Here the toucan corresponds to index 96, the school bus to index 779, etc..

Let's get started. First import the `LimeImageExplainer` and instantiate a new explainer

In [None]:
from lime.lime_image import LimeImageExplainer

In [None]:
explainer = LimeImageExplainer()

The explainer is the same as before, we call `explain_instance` to generate a new explanation. We need to provide:
- our observation: here the first row of our numpy matrix (that has only one row since we only have one image)
- our predict function, we can simply use the one from our model here
- `top_labels` the number of classes to explain. Here our model generate probabilities for more than a 1000 classes (and we looked at the five first). We do not want LIME to generate local models to explain each of those classes. As lime is pretty slow with images, let's only ask for the explanation to our two main classes, toucan and school bus
- `num_samples`: the number of new datapoints to create to fit a linear model, let's set it to 1000

*WARNING*: that will be slow. 

In [None]:
explanation = explainer.explain_instance(image[0], model.predict, 
                                         top_labels=2, num_samples=1000,
                                         random_seed=42)

In [None]:
from skimage.segmentation import mark_boundaries
import matplotlib.pyplot as plt

First let's check the explanation for the predicted class `toucan`. That corresponds to label 96 in the ImageNet classes. We need to use the method `get_image_and_mask` on our explanation object with the following parameters:
- index of the class to explain. We'll start with the index of the main class predicted, that was 96
- positive_only: in order to show the part of the image that contribute positively to this class being selected
- num_features: number of superpixels to use. LIME breaks down our image into a set of superpixels, each containing several pixels.
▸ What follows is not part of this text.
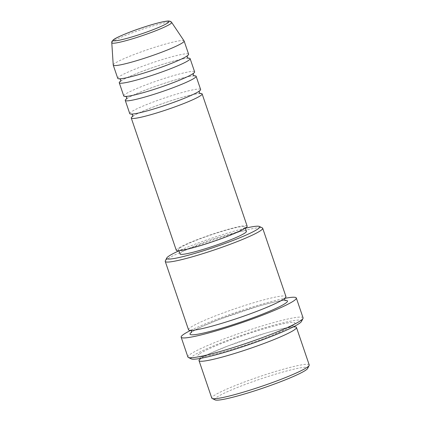 <?xml version="1.0" encoding="UTF-8"?>
<svg xmlns="http://www.w3.org/2000/svg" width="421" height="421" viewBox="0 0 421 421"><rect width="100%" height="100%" fill="white"/><g stroke="black" fill="none" stroke-linecap="round" stroke-linejoin="round"><path stroke-width="0.32" stroke-dasharray="2.1 1.58" d="M129.757 113.623A37.432 3.589 161.2 0 1 131.152 111.97A37.432 3.589 161.2 0 1 169.626 96.304A37.432 3.589 161.2 0 1 200.628 89.494M123.758 95.983A37.432 3.589 161.2 0 1 125.148 94.33A37.432 3.589 161.2 0 1 163.622 78.669A37.432 3.589 161.2 0 1 194.623 71.859M117.754 78.348A37.432 3.589 161.2 0 1 119.148 76.696A37.432 3.589 161.2 0 1 157.617 61.034A37.432 3.589 161.2 0 1 188.619 54.225M215.105 399.908A49.125 4.71 161.2 0 1 216.573 397.387A49.125 4.71 161.2 0 1 269.282 376.116A49.125 4.71 161.2 0 1 307.688 368.391M309.219 364.928A51.467 4.931 -18.8 0 0 266.593 374.295A51.467 4.931 -18.8 0 0 213.694 395.829A51.467 4.931 -18.8 0 0 211.779 398.103M245.38 228.208A49.125 4.71 -18.8 0 0 178.941 250.827M165.321 260.904A51.467 4.931 161.2 0 1 167.169 259.157A51.467 4.931 161.2 0 1 217.725 238.386A51.467 4.931 161.2 0 1 262.315 227.887M191.308 358.902A58.487 5.605 161.2 0 1 193.055 355.898A58.487 5.605 161.2 0 1 255.805 330.58A58.487 5.605 161.2 0 1 301.52 321.386M303.067 317.829A60.824 5.831 -18.8 0 0 252.689 328.896A60.824 5.831 -18.8 0 0 190.176 354.345A60.824 5.831 -18.8 0 0 187.908 357.029M200.538 358.645A51.467 4.931 161.2 0 1 200.938 358.355A51.467 4.931 161.2 0 1 246.901 339.115A51.467 4.931 161.2 0 1 294.047 326.812M188.513 329.764A51.467 4.931 161.2 0 1 190.429 327.496A51.467 4.931 161.2 0 1 243.327 305.962A51.467 4.931 161.2 0 1 285.954 296.594M126.721 98.693A37.432 3.589 161.2 0 1 159.533 84.937A37.432 3.589 161.2 0 1 193.928 75.817M132.726 116.328A37.432 3.589 161.2 0 1 165.537 102.571A37.432 3.589 161.2 0 1 199.928 93.451M176.288 250.295A37.432 3.589 161.2 0 1 177.683 248.643A37.432 3.589 161.2 0 1 216.152 232.981A37.432 3.589 161.2 0 1 247.153 226.166M179.809 247.99A35.09 3.363 161.2 0 1 215.873 233.308A35.09 3.363 161.2 0 1 244.938 226.924A35.09 3.363 161.2 0 1 243.633 228.471A35.09 3.363 161.2 0 1 207.564 243.154A35.09 3.363 161.2 0 1 178.499 249.537A35.09 3.363 161.2 0 1 179.809 247.99M180.004 253.947A35.09 3.363 161.2 0 1 181.309 252.4A35.09 3.363 161.2 0 1 217.378 237.718A35.09 3.363 161.2 0 1 246.438 231.329M190.634 330.411A60.824 5.831 161.2 0 1 284.67 298.394M113.233 65.034A37.432 3.589 161.2 0 1 114.644 63.471A37.432 3.589 161.2 0 1 152.66 47.957A37.432 3.589 161.2 0 1 184.077 40.916M120.716 81.058A37.432 3.589 161.2 0 1 153.528 67.302A37.432 3.589 161.2 0 1 187.924 58.177M111.781 42.763A31.628 3.031 161.2 0 1 112.975 41.447A31.628 3.031 161.2 0 1 145.098 28.339A31.628 3.031 161.2 0 1 171.642 22.387M199.438 353.945A51.467 4.931 -18.8 0 0 232.613 349.225A51.467 4.931 -18.8 0 0 293.042 325.317A51.467 4.931 -18.8 0 0 259.868 330.043A51.467 4.931 -18.8 0 0 199.438 353.945M191.534 332.19A51.467 4.931 161.2 0 1 191.934 331.906A51.467 4.931 161.2 0 1 237.897 312.666A51.467 4.931 161.2 0 1 285.043 300.357M200.259 93.604L199.659 93.573C197.291 93.504 191.134 94.857 181.188 97.64C162.643 102.866 137.541 112.696 133.252 116.085L132.557 116.649M199.165 91.194L198.638 91.436C197.702 92.378 192.876 94.678 184.161 98.351L165.521 105.224C154.633 108.876 145.619 111.476 138.472 113.023C131.789 114.37 131.42 113.859 131.626 113.923L131.957 114.075M194.255 75.964L193.655 75.933C191.287 75.869 185.129 77.222 175.183 80.006C156.638 85.231 131.536 95.062 127.247 98.451L126.553 99.014M193.16 73.559L192.634 73.801C191.697 74.738 186.871 77.043 178.157 80.716L159.517 87.589C148.629 91.241 139.614 93.841 132.468 95.388C125.784 96.73 125.416 96.225 125.626 96.288L125.953 96.441M188.25 58.33L187.65 58.298C185.282 58.23 179.125 59.587 169.179 62.371C150.639 67.597 125.532 77.427 121.243 80.816L120.548 81.379M187.156 55.925L186.629 56.167C185.693 57.103 180.872 59.408 172.157 63.082L153.512 69.954C142.624 73.607 133.61 76.206 126.463 77.753C119.78 79.095 119.411 78.585 119.622 78.653L119.948 78.806M294.395 327.017L291.621 327.054C286.306 327.633 277.634 329.675 265.604 333.19L228.135 345.894L211.663 352.719C206.79 354.956 203.411 356.734 201.533 358.066L200.391 359.018M200.58 358.371L200.485 357.671L199.586 356.655L201.033 356.719C205.537 356.534 214.631 354.461 228.319 350.498C243.106 346.104 257.357 341.184 271.077 335.732L286.369 329.038L293.59 324.654L293.495 326.007L293.847 326.617M284.438 298.578L277.36 302.583L262.072 309.277C248.353 314.729 234.097 319.655 219.315 324.049C205.627 328.006 196.533 330.08 192.029 330.264L190.929 330.411M285.391 300.562L282.617 300.605C277.302 301.178 268.63 303.225 256.6 306.741L219.13 319.439L202.659 326.264C197.786 328.501 194.407 330.285 192.529 331.611L191.387 332.564M244.938 226.924L245.343 228.103M178.499 249.537L178.904 250.721"/><path stroke-width="0.63" d="M199.928 93.451A37.432 3.589 161.2 0 1 202.127 93.904A37.432 3.589 161.2 0 1 200.733 95.556A37.432 3.589 161.2 0 1 162.264 111.218A37.432 3.589 161.2 0 1 131.263 118.027A37.432 3.589 161.2 0 1 132.652 116.375A37.432 3.589 161.2 0 1 132.726 116.328M193.928 75.817A37.432 3.589 161.2 0 1 196.123 76.269L200.628 89.494A37.432 3.589 161.2 0 1 199.233 91.146A37.432 3.589 161.2 0 1 160.759 106.808A37.432 3.589 161.2 0 1 129.757 113.623L125.258 100.393A37.432 3.589 161.2 0 1 126.653 98.74A37.432 3.589 161.2 0 1 126.721 98.693M196.123 76.269A37.432 3.589 161.2 0 1 194.728 77.922A37.432 3.589 161.2 0 1 156.259 93.583A37.432 3.589 161.2 0 1 125.258 100.393M187.924 58.177A37.432 3.589 161.2 0 1 190.118 58.635L194.623 71.859A37.432 3.589 161.2 0 1 193.228 73.512A37.432 3.589 161.2 0 1 154.76 89.173A37.432 3.589 161.2 0 1 123.758 95.983L119.254 82.758A37.432 3.589 161.2 0 1 120.648 81.106A37.432 3.589 161.2 0 1 120.716 81.058M190.118 58.635A37.432 3.589 161.2 0 1 188.724 60.287A37.432 3.589 161.2 0 1 150.255 75.948A37.432 3.589 161.2 0 1 119.254 82.758M171.642 22.387L184.077 40.916A37.432 3.589 161.2 0 1 184.119 41L188.619 54.225A37.432 3.589 161.2 0 1 187.224 55.877A37.432 3.589 161.2 0 1 148.755 71.538A37.432 3.589 161.2 0 1 117.754 78.348L113.249 65.123A37.432 3.589 161.2 0 1 113.233 65.034L111.781 42.763A31.628 3.031 161.2 0 0 137.609 37.211A31.628 3.031 161.2 0 0 170.494 23.855A31.628 3.031 161.2 0 0 171.642 22.387C170.789 21.218 169.184 20.803 166.832 21.15C162.974 21.471 152.018 24.329 140.498 28.265C127.121 32.733 115.312 38.069 113.875 39.474C112.191 40.742 111.497 41.842 111.781 42.763M309.146 365.46L307.688 368.391A49.125 4.71 161.2 0 1 305.925 370.059A49.125 4.71 161.2 0 1 257.663 389.883A49.125 4.71 161.2 0 1 215.105 399.908L212.158 398.477A51.467 4.931 -18.8 0 0 256.742 387.973A51.467 4.931 -18.8 0 0 307.304 367.201A51.467 4.931 -18.8 0 0 309.146 365.46A51.467 4.931 -18.8 0 0 309.219 364.928L296.463 327.454A51.467 4.931 161.2 0 1 294.547 329.727A51.467 4.931 161.2 0 1 241.649 351.261A51.467 4.931 161.2 0 1 199.022 360.629A51.467 4.931 161.2 0 1 200.538 358.645M178.941 250.827A49.125 4.71 -18.8 0 0 168.542 256.305A49.125 4.71 -18.8 0 0 166.784 257.968A49.125 4.71 -18.8 0 0 205.185 250.242A49.125 4.71 -18.8 0 0 257.899 228.977A49.125 4.71 -18.8 0 0 259.368 226.451A49.125 4.71 -18.8 0 0 245.38 228.208M259.368 226.451L262.315 227.887A51.467 4.931 161.2 0 1 262.693 228.256A51.467 4.931 161.2 0 1 260.778 230.529A51.467 4.931 161.2 0 1 207.879 252.063A51.467 4.931 161.2 0 1 165.248 261.43A51.467 4.931 161.2 0 1 165.321 260.904L166.784 257.968M302.983 318.45L301.52 321.386A58.487 5.605 161.2 0 1 299.426 323.365A58.487 5.605 161.2 0 1 241.975 346.972A58.487 5.605 161.2 0 1 191.308 358.902L188.361 357.471A60.824 5.831 -18.8 0 0 241.054 345.062A60.824 5.831 -18.8 0 0 300.805 320.513A60.824 5.831 -18.8 0 0 302.983 318.45A60.824 5.831 -18.8 0 0 303.067 317.829L296.316 297.989A60.824 5.831 161.2 0 1 294.047 300.673A60.824 5.831 161.2 0 1 231.534 326.122A60.824 5.831 161.2 0 1 181.156 337.189A60.824 5.831 161.2 0 1 183.424 334.506A60.824 5.831 161.2 0 1 190.634 330.411M262.693 228.256L285.954 296.594A51.467 4.931 161.2 0 1 284.038 298.868A51.467 4.931 161.2 0 1 231.14 320.402A51.467 4.931 161.2 0 1 188.513 329.764L165.248 261.43M202.127 93.904L247.153 226.166A37.432 3.589 161.2 0 1 245.759 227.819A37.432 3.589 161.2 0 1 207.29 243.48A37.432 3.589 161.2 0 1 176.288 250.295L131.263 118.027M245.343 228.103L246.438 231.329A35.09 3.363 161.2 0 1 245.133 232.881A35.09 3.363 161.2 0 1 209.069 247.564A35.09 3.363 161.2 0 1 180.004 253.947L178.904 250.721M284.67 298.394A60.824 5.831 161.2 0 1 296.316 297.989M294.047 326.812A51.467 4.931 161.2 0 1 296.463 327.454M184.119 41A37.432 3.589 161.2 0 1 182.725 42.653A37.432 3.589 161.2 0 1 144.25 58.314A37.432 3.589 161.2 0 1 113.249 65.123M199.022 360.629L211.779 398.103A51.467 4.931 -18.8 0 0 212.158 398.477M181.156 337.189L187.908 357.029A60.824 5.831 -18.8 0 0 188.361 357.471M167.884 22.85A29.365 2.815 -18.8 0 0 148.955 25.544A29.365 2.815 -18.8 0 0 114.47 39.185A29.365 2.815 -18.8 0 0 133.404 36.49A29.365 2.815 -18.8 0 0 167.884 22.85M285.043 300.357A51.467 4.931 161.2 0 1 285.538 303.273A51.467 4.931 161.2 0 1 225.83 326.959A51.467 4.931 161.2 0 1 191.534 332.19M132.557 116.649L132.726 115.07L131.626 113.923M126.553 99.014L126.721 97.435L125.626 96.288M120.548 81.379L120.716 79.801L119.622 78.653M200.391 359.018L200.58 358.371M190.581 330.206L191.481 331.216L191.387 332.564M284.585 298.205L284.491 299.552L285.391 300.562M293.847 326.617L294.395 327.017M188.25 58.33L187.156 57.182L187.324 55.604M194.255 75.964L193.16 74.817L193.328 73.238M200.259 93.604L199.165 92.452L199.328 90.873"/></g></svg>
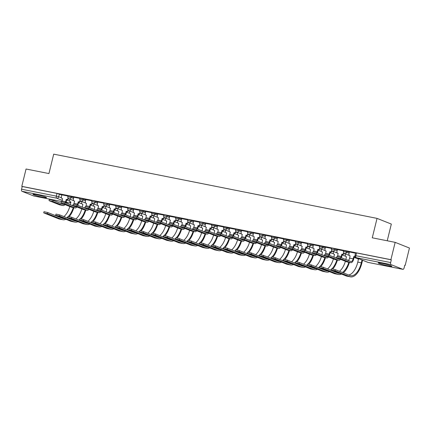 <?xml version="1.0" encoding="UTF-8"?>
<svg xmlns="http://www.w3.org/2000/svg" width="431" height="431" viewBox="0 0 431 431"><rect width="100%" height="100%" fill="white"/><g stroke="black" fill="none" stroke-linecap="round" stroke-linejoin="round"><path stroke-width="0.65" d="M73.803 197.42L68.071 195.706L67.834 196.665L73.566 198.379M85.785 199.801L80.053 198.088L79.816 199.047L85.548 200.754M97.767 202.177L92.945 200.566L92.035 200.469L91.798 201.428L97.53 203.136M109.743 204.558L104.927 202.947L104.016 202.85L103.779 203.809L109.512 205.517M121.725 206.939L115.993 205.231L115.761 206.19L121.494 207.898M133.707 209.321L128.891 207.71L127.975 207.613L127.743 208.566L133.475 210.28M145.689 211.702L139.956 209.989L139.719 210.948L145.452 212.655M157.671 214.078L151.938 212.37L151.701 213.329L157.434 215.037M169.652 216.459L164.831 214.848L163.92 214.751L163.683 215.71L169.415 217.418M181.634 218.84L175.902 217.132L175.665 218.091L181.397 219.799M193.611 221.222L188.794 219.611L187.884 219.514L187.647 220.473L193.379 222.18M205.592 223.603L200.776 221.992L199.86 221.895L199.628 222.849L205.361 224.562M217.574 225.984L211.842 224.271L211.61 225.23L217.337 226.938M229.556 228.36L223.824 226.652L223.587 227.611L229.319 229.319M241.538 230.741L235.805 229.033L235.568 229.992L241.301 231.7M253.52 233.123L248.698 231.512L247.787 231.415L247.55 232.374L253.283 234.081M265.501 235.504L260.68 233.893L259.769 233.796L259.532 234.75L265.264 236.463M277.478 237.885L271.745 236.172L271.514 237.131L277.246 238.844M289.46 240.266L283.727 238.553L283.496 239.512L289.228 241.22M301.441 242.642L295.709 240.934L295.477 241.893L301.204 243.601M313.423 245.023L308.607 243.413L307.691 243.316L307.454 244.275L313.186 245.982M325.405 247.405L319.673 245.697L319.436 246.656L325.168 248.364M337.387 249.786L332.565 248.175L331.654 248.078L331.417 249.032L337.15 250.745M349.369 252.167L343.636 250.454L343.399 251.413L349.132 253.121M388.304 265.895A7.015 0.555 -166.2 0 0 391.865 266.272A7.015 0.555 -166.2 0 0 381.801 263.309A7.015 0.555 -166.2 0 0 378.24 262.926A7.015 0.555 -166.2 0 0 388.304 265.895M43.003 197.29A7.015 0.555 -166.2 0 0 46.57 197.673A7.015 0.555 -166.2 0 0 36.506 194.704A7.015 0.555 -166.2 0 0 32.939 194.327A7.015 0.555 -166.2 0 0 43.003 197.29M404.757 265.28L405.194 265.367L404.779 265.205L404.111 267.904A1.799 0.884 101.2 0 1 402.931 269.337A1.799 0.884 101.2 0 1 402.85 269.31L391.062 264.618L356.27 257.706L368.063 262.398L402.85 269.31M387.232 240.773L391.332 224.072L377.044 218.382L372.271 237.804L395.162 242.351L390.901 259.683L21.798 186.348L26.054 169.017L48.94 173.564L53.708 154.147L377.044 218.382M395.162 242.351L409.45 248.04L405.194 265.367M33.904 196.013A1.799 0.884 -78.8 0 1 33.823 196.003A1.799 0.884 -78.8 0 1 33.747 195.981L21.954 191.289A1.799 0.884 -78.8 0 1 21.55 189.214L22.213 186.515L57.005 193.427L61.822 195.038M22.213 186.515L21.798 186.348M391.321 259.845L356.529 252.932L355.613 252.835L354.95 255.535L390.658 262.544L391.321 259.845L390.901 259.683M390.658 262.544A1.799 0.884 101.2 0 0 391.062 264.618M355.532 253.186L349.331 251.952L348.965 253.805A1.799 1.557 -68.3 0 0 350.069 255.852L349.633 258.142A3.373 1.659 101.2 0 1 348.356 260.513M343.55 250.804L337.43 249.603M331.568 248.423L325.448 247.222M319.587 246.042L313.391 244.813L313.019 246.667A1.799 1.557 -68.3 0 0 314.129 248.714L313.687 250.998A3.373 1.659 101.2 0 1 313.418 251.844M307.605 243.66L301.484 242.464M295.623 241.285L289.508 240.083M283.646 238.903L277.445 237.67L277.079 239.523A1.799 1.557 -68.3 0 0 278.184 241.57L277.742 243.86A3.373 1.659 101.2 0 1 277.472 244.706M271.665 236.522L265.544 235.321M259.683 234.141L253.482 232.912L253.116 234.766A1.799 1.557 -68.3 0 0 254.225 236.808L253.784 239.097A3.373 1.659 101.2 0 1 253.514 239.943M247.701 231.759L241.505 230.531L241.134 232.384A1.799 1.557 -68.3 0 0 242.244 234.432L241.802 236.716A3.373 1.659 101.2 0 1 241.532 237.567M235.719 229.384L229.599 228.182M223.737 227.002L217.542 225.769L217.17 227.622A1.799 1.557 -68.3 0 0 218.28 229.669L217.838 231.959A3.373 1.659 101.2 0 1 217.569 232.805M211.756 224.621L205.641 223.42M199.779 222.24L193.659 221.038M187.797 219.858L181.677 218.657M175.816 217.477L169.695 216.281M163.834 215.101L157.714 213.9M151.852 212.72L145.656 211.486L145.285 213.34A1.799 1.557 -68.3 0 0 146.395 215.387L145.953 217.677A3.373 1.659 101.2 0 1 145.683 218.522M139.87 210.339L133.75 209.137M127.888 207.957L121.693 206.729L121.326 208.577A1.799 1.557 -68.3 0 0 122.431 210.624L121.989 212.914A3.373 1.659 101.2 0 1 121.72 213.76M115.912 205.576L109.711 204.348L109.345 206.201A1.799 1.557 -68.3 0 0 110.449 208.248L110.013 210.533A3.373 1.659 101.2 0 1 109.738 211.379M103.93 203.195L97.81 201.999M91.948 200.819L85.753 199.585L85.381 201.439A1.799 1.557 -68.3 0 0 86.491 203.486L86.049 205.77A3.373 1.659 101.2 0 1 85.78 206.621M79.967 198.438L73.846 197.236M67.985 196.057L61.865 194.855M340.334 258.562L336.8 257.862L346.987 261.913A4.542 2.236 -78.8 0 0 347.181 261.973L350.715 262.673A4.542 2.236 -78.8 0 1 350.522 262.619L340.334 258.562L340.614 257.431L350.796 261.488A3.373 1.659 101.2 0 0 350.942 261.531A3.373 1.659 101.2 0 0 353.161 258.842L353.835 256.601A1.799 1.557 -68.3 0 0 354.945 256.375M336.557 257.716L336.837 256.585L340.614 257.431M353.722 256.58L354.26 256.795L353.706 259.058A4.542 2.236 -78.8 0 1 350.715 262.673M355.09 256.774A1.799 1.557 111.7 0 1 354.374 256.817L354.26 256.795M335.043 270.797L331.509 270.097L346.174 275.932L349.708 276.632L335.043 270.797L335.323 269.666L349.988 275.501A16.189 7.968 101.2 0 0 350.683 275.705A16.189 7.968 101.2 0 0 361.334 262.813L362.018 260.022M331.267 269.951L331.547 268.82L335.323 269.666M357.321 258.147A1.799 1.557 -68.3 0 0 358.403 259.171L357.8 262.107L361.334 262.813M362.563 260.238L361.878 263.029A17.359 8.545 -78.8 0 1 350.451 276.853A17.359 8.545 -78.8 0 1 349.708 276.632M350.451 276.853L346.923 276.152A17.359 8.545 -78.8 0 1 346.174 275.932M348.733 275.005A16.189 7.968 101.2 0 0 357.8 262.107M328.352 256.181L324.823 255.481L335.006 259.537A4.542 2.236 -78.8 0 0 335.199 259.591L338.734 260.297A4.542 2.236 -78.8 0 1 338.54 260.238L328.352 256.181L328.632 255.05L338.82 259.106A3.373 1.659 101.2 0 0 338.96 259.15A3.373 1.659 101.2 0 0 339.666 259.004M324.575 255.341L324.855 254.204L328.632 255.05M340.824 257.517A3.373 1.659 101.2 0 0 341.18 256.461L341.853 254.22A1.799 1.557 -68.3 0 0 343.755 252.986M341.74 254.198L342.279 254.414L341.724 256.677A4.542 2.236 -78.8 0 1 341.39 257.738M344.224 253.385A1.799 1.557 111.7 0 1 342.397 254.435L342.279 254.414M337.435 249.587L336.983 251.424A1.799 1.557 -68.3 0 0 338.093 253.471L337.651 255.761A3.373 1.659 101.2 0 1 337.381 256.607M336.374 258.131A3.373 1.659 101.2 0 0 336.686 257.813M340.512 259.338A4.542 2.236 -78.8 0 1 338.734 260.297M316.37 253.8L312.841 253.099L323.024 257.156A4.542 2.236 -78.8 0 0 323.223 257.215L326.752 257.916A4.542 2.236 -78.8 0 1 326.558 257.857L316.37 253.8L316.65 252.668L326.838 256.725A3.373 1.659 101.2 0 0 326.984 256.768A3.373 1.659 101.2 0 0 327.689 256.623M312.599 252.959L312.874 251.828L316.65 252.668M328.842 255.136A3.373 1.659 101.2 0 0 329.203 254.08L329.871 251.839A1.799 1.557 -68.3 0 0 331.773 250.605M329.758 251.817L330.297 252.033L329.742 254.295A4.542 2.236 -78.8 0 1 329.408 255.362M332.242 251.009A1.799 1.557 111.7 0 1 330.415 252.054L330.297 252.033M325.453 247.211L325.001 249.043A1.799 1.557 -68.3 0 0 326.111 251.09L325.669 253.38A3.373 1.659 101.2 0 1 325.4 254.225M324.392 255.75A3.373 1.659 101.2 0 0 324.71 255.432M328.535 256.957A4.542 2.236 -78.8 0 1 326.752 257.916M323.061 268.416L319.527 267.716L334.192 273.55L337.726 274.256L323.061 268.416L323.342 267.285L338.006 273.119A16.189 7.968 101.2 0 0 338.701 273.329A16.189 7.968 101.2 0 0 339.79 273.389M319.285 267.57L319.565 266.439L323.342 267.285M345.517 253.929L345.312 254.743A1.799 1.557 -68.3 0 0 346.422 256.79L345.872 259.527M349.412 262.414A17.359 8.545 -78.8 0 1 343.329 272.85M341.46 274.057A17.359 8.545 -78.8 0 1 338.47 274.477A17.359 8.545 -78.8 0 1 337.726 274.256M338.47 274.477L334.941 273.771A17.359 8.545 -78.8 0 1 334.192 273.55M336.751 272.624A16.189 7.968 101.2 0 0 337.419 272.446M339.456 271.309A16.189 7.968 101.2 0 0 345.398 261.283M342.349 272.462A16.189 7.968 101.2 0 0 348.835 262.301M311.08 266.035L307.545 265.334L322.21 271.169L325.744 271.875L311.08 266.035L311.36 264.903L326.025 270.743A16.189 7.968 101.2 0 0 326.72 270.948A16.189 7.968 101.2 0 0 327.813 271.013M307.303 265.189L307.583 264.058L311.36 264.903M333.535 251.548L333.335 252.361A1.799 1.557 -68.3 0 0 334.44 254.409L333.89 257.145M337.43 260.038A17.359 8.545 -78.8 0 1 332.845 268.982M331.698 270.167A17.359 8.545 -78.8 0 1 331.347 270.474M329.478 271.675A17.359 8.545 -78.8 0 1 326.493 272.096A17.359 8.545 -78.8 0 1 325.744 271.875M326.493 272.096L322.959 271.39A17.359 8.545 -78.8 0 1 322.21 271.169M324.775 270.242A16.189 7.968 101.2 0 0 325.437 270.065M327.474 268.928A16.189 7.968 101.2 0 0 333.416 258.902M330.372 270.081A16.189 7.968 101.2 0 0 331.434 269.278M331.924 268.82A16.189 7.968 101.2 0 0 336.853 259.92M304.394 251.424L300.86 250.718L311.047 254.775A4.542 2.236 -78.8 0 0 311.241 254.834L314.77 255.535A4.542 2.236 -78.8 0 1 314.576 255.475L304.394 251.424L304.669 250.292L314.856 254.344A3.373 1.659 101.2 0 0 315.002 254.387A3.373 1.659 101.2 0 0 315.707 254.242M300.617 250.578L300.892 249.447L304.669 250.292M316.86 252.755A3.373 1.659 101.2 0 0 317.221 251.699L317.889 249.457A1.799 1.557 -68.3 0 0 319.797 248.224M317.776 249.436L318.32 249.651L317.76 251.914A4.542 2.236 -78.8 0 1 317.426 252.981M320.26 248.628A1.799 1.557 111.7 0 1 318.434 249.673L318.32 249.651M312.41 253.369A3.373 1.659 101.2 0 0 312.728 253.051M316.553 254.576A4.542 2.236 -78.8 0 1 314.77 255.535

Those superpixels are equivalent to `features` in tabular data.
- hide_rest: to hide the rest of the image

That returns a new image and a mask as numpy arrays. You can then use `mark_boundaries` to show the image together with the mask.

In [None]:
temp, mask = explanation.get_image_and_mask(96, positive_only=True, num_features=5, hide_rest=True)
# plot image and mask together
plt.imshow(mark_boundaries(temp / 2 + 0.5, mask))

What feature do you expect to be the most important in that decision? Plot the image with only the main feature (`num_features=1`)

In [None]:
temp, mask = explanation.get_image_and_mask(96, positive_only=True, num_features=1, hide_rest=True)
plt.imshow(mark_boundaries(temp / 2 + 0.5, mask))

The second class predicted by our model was a bus (label 779), set `positive_only=False` in order to see what features contributed positively and negatively to that decision. What do you see?

In [None]:
temp, mask = explanation.get_image_and_mask(779, positive_only=False, num_features=8, hide_rest=True)
plt.imshow(mark_boundaries(temp / 2 + 0.5, mask))

Great, now you can try to change the number of features you're looking at and deactivate `positive_only` in order to see features that contribute negatively to the class. You can also look at other classes or try other pictures.